Leave the pictures out, and transcribe the material below exactly from the line with "z = -bend_radius * (1 - math.cos(turn))" to the line with "UNDERCUT_RADIUS = 5.0", both lines included.

★ ★ ★ ★

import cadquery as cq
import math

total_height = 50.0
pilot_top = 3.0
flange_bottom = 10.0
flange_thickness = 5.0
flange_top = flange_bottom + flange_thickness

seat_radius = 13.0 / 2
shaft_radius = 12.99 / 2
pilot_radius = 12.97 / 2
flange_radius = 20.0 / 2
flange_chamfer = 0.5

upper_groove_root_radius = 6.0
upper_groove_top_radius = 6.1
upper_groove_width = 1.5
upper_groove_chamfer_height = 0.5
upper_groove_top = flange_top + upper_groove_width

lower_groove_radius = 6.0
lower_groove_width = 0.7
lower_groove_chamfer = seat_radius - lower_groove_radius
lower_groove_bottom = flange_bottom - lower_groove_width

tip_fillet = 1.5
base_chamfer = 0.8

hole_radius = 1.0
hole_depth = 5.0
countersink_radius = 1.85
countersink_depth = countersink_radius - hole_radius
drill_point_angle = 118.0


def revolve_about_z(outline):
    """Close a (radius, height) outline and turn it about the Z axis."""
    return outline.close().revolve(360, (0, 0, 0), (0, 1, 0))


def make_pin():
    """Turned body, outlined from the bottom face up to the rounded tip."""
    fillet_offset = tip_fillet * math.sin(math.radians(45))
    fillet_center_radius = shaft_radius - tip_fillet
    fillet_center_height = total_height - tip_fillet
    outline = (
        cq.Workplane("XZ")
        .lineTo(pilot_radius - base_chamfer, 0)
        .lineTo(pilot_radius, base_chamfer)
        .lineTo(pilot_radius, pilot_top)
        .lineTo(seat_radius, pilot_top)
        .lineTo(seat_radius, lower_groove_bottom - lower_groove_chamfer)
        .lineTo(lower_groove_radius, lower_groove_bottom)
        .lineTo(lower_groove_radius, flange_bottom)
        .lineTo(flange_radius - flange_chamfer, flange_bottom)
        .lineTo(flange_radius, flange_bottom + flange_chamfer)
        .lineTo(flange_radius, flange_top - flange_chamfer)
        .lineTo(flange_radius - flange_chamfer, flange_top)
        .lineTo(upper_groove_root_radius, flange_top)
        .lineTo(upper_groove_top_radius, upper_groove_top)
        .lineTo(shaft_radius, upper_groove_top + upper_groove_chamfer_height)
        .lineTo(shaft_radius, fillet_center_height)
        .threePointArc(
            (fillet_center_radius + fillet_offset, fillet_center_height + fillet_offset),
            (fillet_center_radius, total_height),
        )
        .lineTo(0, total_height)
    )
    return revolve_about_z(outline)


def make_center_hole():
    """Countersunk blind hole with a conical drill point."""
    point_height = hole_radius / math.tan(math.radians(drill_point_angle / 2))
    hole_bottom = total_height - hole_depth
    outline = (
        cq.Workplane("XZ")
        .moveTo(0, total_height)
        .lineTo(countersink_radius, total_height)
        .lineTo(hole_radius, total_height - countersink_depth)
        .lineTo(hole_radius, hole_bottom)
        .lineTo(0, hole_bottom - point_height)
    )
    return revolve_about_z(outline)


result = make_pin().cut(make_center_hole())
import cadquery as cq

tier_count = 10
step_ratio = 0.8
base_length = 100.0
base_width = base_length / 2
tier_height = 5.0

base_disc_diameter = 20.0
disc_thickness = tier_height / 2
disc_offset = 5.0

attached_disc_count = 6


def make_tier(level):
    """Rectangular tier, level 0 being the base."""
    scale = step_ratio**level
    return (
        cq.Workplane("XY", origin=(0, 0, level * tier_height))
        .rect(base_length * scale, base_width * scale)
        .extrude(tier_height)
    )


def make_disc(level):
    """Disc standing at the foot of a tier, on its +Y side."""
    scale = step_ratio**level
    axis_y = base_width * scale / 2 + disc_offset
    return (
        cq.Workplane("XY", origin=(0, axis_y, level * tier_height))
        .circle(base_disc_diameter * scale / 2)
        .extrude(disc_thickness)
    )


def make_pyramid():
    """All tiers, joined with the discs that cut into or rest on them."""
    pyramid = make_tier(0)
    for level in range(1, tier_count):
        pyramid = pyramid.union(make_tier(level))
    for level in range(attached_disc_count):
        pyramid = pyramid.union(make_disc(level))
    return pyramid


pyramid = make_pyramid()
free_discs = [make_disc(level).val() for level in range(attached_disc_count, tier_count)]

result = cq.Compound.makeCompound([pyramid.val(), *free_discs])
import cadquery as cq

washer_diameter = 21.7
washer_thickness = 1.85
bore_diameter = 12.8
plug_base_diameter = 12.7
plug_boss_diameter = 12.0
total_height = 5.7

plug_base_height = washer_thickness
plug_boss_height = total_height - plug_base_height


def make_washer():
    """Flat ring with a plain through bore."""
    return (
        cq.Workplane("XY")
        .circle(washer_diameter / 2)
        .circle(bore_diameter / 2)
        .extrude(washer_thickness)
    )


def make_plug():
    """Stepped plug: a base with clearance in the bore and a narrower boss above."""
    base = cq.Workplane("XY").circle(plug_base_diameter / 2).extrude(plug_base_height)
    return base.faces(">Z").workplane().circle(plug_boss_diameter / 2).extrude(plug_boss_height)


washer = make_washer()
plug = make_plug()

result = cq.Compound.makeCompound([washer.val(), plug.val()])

★ ★ ★ ★

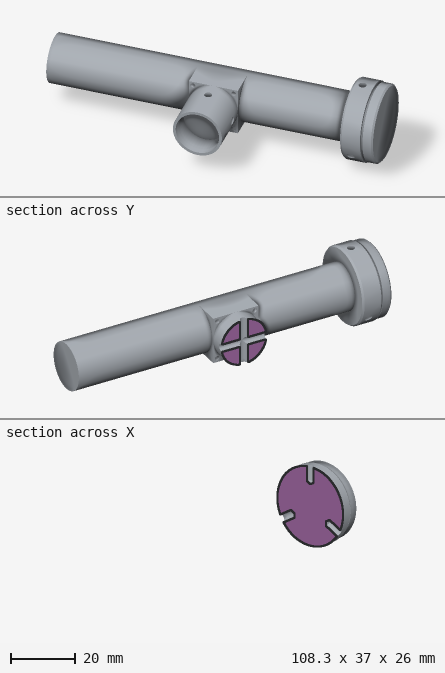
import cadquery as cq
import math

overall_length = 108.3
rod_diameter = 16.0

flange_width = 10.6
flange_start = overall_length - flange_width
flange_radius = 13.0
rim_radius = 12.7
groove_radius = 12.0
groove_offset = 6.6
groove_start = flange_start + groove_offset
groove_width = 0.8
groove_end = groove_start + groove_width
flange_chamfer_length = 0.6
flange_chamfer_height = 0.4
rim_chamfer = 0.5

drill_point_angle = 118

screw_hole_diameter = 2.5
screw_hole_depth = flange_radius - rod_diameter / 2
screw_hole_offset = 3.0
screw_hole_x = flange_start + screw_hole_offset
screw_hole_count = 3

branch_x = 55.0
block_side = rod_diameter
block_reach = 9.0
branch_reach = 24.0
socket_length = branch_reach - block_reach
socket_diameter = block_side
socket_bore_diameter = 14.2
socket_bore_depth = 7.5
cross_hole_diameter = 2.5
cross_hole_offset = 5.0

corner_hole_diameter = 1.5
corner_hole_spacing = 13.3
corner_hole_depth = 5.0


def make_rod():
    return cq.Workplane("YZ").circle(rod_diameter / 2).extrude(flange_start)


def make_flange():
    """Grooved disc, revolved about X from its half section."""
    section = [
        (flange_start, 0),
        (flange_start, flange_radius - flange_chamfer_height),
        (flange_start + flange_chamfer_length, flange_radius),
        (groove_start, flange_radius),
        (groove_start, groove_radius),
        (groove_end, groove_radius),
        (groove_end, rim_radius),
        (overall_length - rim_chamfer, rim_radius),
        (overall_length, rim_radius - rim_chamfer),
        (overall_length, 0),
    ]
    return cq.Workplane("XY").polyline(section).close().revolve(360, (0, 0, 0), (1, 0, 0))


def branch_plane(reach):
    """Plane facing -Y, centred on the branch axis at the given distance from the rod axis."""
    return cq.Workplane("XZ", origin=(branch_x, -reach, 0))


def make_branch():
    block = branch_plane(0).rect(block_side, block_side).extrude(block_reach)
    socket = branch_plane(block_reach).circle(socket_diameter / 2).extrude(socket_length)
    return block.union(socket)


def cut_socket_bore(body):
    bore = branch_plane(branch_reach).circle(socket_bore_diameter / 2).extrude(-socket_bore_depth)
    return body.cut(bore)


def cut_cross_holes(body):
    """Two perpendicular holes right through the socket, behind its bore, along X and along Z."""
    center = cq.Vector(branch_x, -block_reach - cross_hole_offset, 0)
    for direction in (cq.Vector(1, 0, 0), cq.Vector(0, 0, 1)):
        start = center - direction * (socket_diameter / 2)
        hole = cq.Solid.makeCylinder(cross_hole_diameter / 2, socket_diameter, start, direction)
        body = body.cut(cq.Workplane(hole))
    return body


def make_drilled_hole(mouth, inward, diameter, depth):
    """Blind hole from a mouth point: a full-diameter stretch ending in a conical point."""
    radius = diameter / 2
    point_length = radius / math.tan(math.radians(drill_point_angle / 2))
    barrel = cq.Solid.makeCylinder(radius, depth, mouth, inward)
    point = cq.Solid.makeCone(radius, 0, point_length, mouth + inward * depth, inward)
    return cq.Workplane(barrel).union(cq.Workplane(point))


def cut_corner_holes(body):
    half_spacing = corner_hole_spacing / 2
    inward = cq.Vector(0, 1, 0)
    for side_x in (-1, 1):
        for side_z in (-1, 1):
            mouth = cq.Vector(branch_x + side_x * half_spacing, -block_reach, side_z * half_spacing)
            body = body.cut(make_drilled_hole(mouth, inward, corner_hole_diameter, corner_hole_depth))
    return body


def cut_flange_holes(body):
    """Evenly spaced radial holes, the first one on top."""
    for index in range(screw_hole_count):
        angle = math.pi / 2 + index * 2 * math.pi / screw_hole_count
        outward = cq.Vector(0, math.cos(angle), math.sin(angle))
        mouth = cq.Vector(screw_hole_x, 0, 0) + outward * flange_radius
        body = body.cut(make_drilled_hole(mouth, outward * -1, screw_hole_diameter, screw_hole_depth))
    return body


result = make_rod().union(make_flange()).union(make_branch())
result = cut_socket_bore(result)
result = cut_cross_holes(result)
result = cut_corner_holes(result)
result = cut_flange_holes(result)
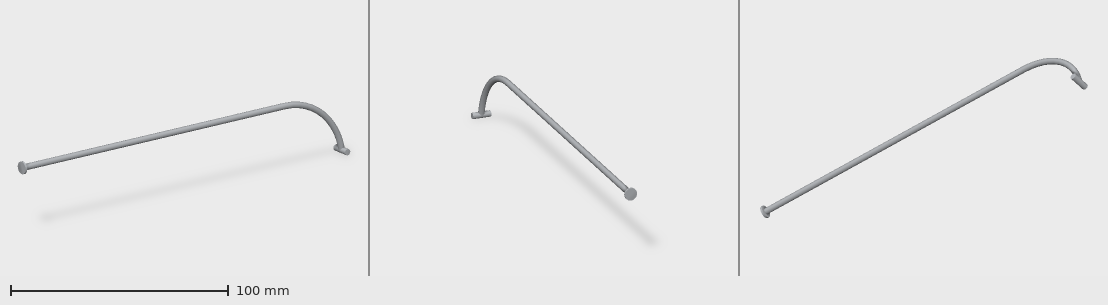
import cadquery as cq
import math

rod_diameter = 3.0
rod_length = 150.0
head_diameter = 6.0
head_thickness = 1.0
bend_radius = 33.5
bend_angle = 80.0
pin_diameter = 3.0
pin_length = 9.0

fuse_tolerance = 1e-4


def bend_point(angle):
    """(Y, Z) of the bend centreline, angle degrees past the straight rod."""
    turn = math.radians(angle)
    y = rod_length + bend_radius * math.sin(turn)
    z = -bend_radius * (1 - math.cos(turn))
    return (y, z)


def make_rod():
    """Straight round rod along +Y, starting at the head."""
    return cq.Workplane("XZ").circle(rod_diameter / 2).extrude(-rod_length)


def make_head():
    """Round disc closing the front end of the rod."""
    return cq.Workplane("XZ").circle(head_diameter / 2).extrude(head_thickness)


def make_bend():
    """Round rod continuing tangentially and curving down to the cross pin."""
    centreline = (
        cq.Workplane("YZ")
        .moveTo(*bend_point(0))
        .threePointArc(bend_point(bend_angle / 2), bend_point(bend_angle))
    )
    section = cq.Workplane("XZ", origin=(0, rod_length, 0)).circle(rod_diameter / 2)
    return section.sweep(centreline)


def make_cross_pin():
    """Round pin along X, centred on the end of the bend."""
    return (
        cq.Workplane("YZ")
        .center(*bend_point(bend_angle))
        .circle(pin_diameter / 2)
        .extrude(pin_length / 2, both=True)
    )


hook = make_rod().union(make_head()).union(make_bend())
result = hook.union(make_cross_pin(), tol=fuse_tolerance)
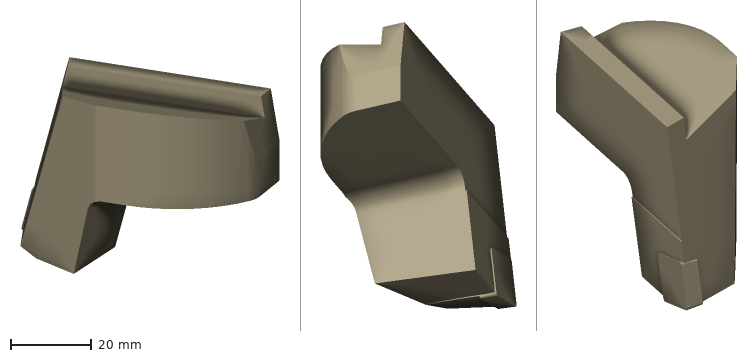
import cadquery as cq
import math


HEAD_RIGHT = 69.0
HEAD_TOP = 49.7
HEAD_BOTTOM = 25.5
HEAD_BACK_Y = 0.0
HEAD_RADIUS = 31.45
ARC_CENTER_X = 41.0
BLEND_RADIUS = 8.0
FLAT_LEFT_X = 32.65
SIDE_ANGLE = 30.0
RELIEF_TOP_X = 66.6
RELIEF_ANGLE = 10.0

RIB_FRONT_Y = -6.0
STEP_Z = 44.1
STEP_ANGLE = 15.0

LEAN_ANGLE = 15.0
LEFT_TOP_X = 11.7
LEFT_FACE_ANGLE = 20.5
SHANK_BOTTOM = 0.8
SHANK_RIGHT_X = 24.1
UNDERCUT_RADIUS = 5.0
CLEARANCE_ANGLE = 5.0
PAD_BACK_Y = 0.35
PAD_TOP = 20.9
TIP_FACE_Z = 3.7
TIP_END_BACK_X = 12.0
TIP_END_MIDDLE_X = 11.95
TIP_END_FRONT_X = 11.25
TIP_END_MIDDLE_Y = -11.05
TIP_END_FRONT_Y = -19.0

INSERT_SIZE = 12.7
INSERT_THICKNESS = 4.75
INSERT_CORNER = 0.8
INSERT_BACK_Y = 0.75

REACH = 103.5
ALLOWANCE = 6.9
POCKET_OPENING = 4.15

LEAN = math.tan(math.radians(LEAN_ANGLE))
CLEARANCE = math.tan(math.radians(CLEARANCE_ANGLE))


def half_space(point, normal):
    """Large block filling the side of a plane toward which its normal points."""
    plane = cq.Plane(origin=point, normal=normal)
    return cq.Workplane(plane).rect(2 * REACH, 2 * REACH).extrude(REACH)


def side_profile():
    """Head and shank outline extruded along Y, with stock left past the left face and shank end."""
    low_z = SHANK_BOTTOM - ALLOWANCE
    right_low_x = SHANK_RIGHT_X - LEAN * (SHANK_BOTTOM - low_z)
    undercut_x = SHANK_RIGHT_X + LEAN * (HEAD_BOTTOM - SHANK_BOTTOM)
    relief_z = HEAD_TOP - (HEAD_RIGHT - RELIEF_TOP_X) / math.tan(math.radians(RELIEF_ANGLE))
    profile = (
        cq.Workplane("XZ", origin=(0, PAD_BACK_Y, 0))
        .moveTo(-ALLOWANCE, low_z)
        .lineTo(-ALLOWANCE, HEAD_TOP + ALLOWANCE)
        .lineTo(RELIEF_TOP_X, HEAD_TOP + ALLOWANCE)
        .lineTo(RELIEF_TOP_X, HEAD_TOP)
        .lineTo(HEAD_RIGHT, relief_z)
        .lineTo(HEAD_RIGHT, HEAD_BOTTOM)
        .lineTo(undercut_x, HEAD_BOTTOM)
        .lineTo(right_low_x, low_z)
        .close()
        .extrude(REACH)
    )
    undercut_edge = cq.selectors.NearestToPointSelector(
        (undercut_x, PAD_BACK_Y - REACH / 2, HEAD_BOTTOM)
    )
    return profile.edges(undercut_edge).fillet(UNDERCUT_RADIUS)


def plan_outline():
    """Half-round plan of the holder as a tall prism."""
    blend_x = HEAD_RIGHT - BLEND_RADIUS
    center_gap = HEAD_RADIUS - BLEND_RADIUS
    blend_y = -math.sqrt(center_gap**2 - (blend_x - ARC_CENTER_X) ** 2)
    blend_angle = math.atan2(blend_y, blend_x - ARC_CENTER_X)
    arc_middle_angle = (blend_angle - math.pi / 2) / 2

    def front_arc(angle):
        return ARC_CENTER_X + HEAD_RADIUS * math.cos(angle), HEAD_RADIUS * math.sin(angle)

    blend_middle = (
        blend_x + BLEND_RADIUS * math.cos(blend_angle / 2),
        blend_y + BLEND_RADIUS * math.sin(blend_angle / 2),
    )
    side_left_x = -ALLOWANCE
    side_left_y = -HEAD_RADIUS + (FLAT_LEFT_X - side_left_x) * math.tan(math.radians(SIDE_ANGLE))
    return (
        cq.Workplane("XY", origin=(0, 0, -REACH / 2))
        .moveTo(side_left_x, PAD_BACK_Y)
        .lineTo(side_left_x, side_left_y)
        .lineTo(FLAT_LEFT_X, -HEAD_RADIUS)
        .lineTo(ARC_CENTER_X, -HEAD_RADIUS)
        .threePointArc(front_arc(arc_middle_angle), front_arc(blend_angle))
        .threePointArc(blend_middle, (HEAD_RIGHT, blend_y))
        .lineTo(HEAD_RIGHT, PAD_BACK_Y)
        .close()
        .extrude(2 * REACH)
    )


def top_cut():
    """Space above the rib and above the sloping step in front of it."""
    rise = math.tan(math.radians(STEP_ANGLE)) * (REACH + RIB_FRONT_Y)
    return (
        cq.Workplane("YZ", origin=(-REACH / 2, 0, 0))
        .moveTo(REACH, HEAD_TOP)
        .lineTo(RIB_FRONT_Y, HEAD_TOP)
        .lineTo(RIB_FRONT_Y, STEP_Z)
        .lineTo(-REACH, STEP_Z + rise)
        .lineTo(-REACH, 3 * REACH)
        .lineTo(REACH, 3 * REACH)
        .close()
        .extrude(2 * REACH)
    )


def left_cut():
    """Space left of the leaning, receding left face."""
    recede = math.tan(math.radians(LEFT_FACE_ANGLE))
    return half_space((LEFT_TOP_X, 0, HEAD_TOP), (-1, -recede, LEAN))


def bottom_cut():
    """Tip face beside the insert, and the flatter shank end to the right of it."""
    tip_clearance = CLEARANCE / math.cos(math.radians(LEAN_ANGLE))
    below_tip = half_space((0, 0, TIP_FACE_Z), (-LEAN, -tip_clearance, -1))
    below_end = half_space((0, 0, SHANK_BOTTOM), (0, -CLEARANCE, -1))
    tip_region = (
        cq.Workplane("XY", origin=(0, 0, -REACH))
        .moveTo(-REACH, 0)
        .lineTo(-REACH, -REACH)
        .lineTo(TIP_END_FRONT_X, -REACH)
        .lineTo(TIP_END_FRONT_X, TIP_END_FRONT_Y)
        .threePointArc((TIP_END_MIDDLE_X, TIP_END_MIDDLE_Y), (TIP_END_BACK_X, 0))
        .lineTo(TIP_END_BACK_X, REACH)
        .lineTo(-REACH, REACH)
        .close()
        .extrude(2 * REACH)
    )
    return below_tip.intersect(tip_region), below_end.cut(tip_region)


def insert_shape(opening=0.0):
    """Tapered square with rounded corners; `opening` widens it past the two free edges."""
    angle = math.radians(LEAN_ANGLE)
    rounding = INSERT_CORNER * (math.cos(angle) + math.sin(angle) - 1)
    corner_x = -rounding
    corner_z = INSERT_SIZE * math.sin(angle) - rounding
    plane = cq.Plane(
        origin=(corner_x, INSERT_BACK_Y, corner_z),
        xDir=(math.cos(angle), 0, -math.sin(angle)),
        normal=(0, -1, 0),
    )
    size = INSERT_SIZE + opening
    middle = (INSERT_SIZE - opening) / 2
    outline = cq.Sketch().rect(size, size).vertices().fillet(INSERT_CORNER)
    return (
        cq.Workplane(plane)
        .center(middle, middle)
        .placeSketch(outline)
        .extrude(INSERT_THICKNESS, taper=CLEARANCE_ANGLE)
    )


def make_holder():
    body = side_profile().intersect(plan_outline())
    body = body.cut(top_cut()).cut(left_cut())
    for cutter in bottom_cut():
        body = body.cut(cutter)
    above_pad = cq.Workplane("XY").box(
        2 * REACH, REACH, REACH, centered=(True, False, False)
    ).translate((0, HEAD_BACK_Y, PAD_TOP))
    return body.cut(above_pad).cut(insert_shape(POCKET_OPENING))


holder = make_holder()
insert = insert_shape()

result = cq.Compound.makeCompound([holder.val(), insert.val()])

★ ★ ★ ★

▶ _Your solution_
    z = -bend_radius * (1 - math.cos(turn))
    return (y, z)


def make_rod():
    """Straight round rod along +Y, starting at the head."""
    return cq.Workplane("XZ").circle(rod_diameter / 2).extrude(-rod_length)


def make_head():
    """Round disc closing the front end of the rod."""
    return cq.Workplane("XZ").circle(head_diameter / 2).extrude(head_thickness)


def make_bend():
    """Round rod continuing tangentially and curving down to the cross pin."""
    centreline = (
        cq.Workplane("YZ")
        .moveTo(*bend_point(0))
        .threePointArc(bend_point(bend_angle / 2), bend_point(bend_angle))
    )
    section = cq.Workplane("XZ", origin=(0, rod_length, 0)).circle(rod_diameter / 2)
    return section.sweep(centreline)


def make_cross_pin():
    """Round pin along X, centred on the end of the bend."""
    return (
        cq.Workplane("YZ")
        .center(*bend_point(bend_angle))
        .circle(pin_diameter / 2)
        .extrude(pin_length / 2, both=True)
    )


hook = make_rod().union(make_head()).union(make_bend())
result = hook.union(make_cross_pin(), tol=fuse_tolerance)
import cadquery as cq
import math


HEAD_RIGHT = 69.0
HEAD_TOP = 49.7
HEAD_BOTTOM = 25.5
HEAD_BACK_Y = 0.0
HEAD_RADIUS = 31.45
ARC_CENTER_X = 41.0
BLEND_RADIUS = 8.0
FLAT_LEFT_X = 32.65
SIDE_ANGLE = 30.0
RELIEF_TOP_X = 66.6
RELIEF_ANGLE = 10.0

RIB_FRONT_Y = -6.0
STEP_Z = 44.1
STEP_ANGLE = 15.0

LEAN_ANGLE = 15.0
LEFT_TOP_X = 11.7
LEFT_FACE_ANGLE = 20.5
SHANK_BOTTOM = 0.8
SHANK_RIGHT_X = 24.1
UNDERCUT_RADIUS = 5.0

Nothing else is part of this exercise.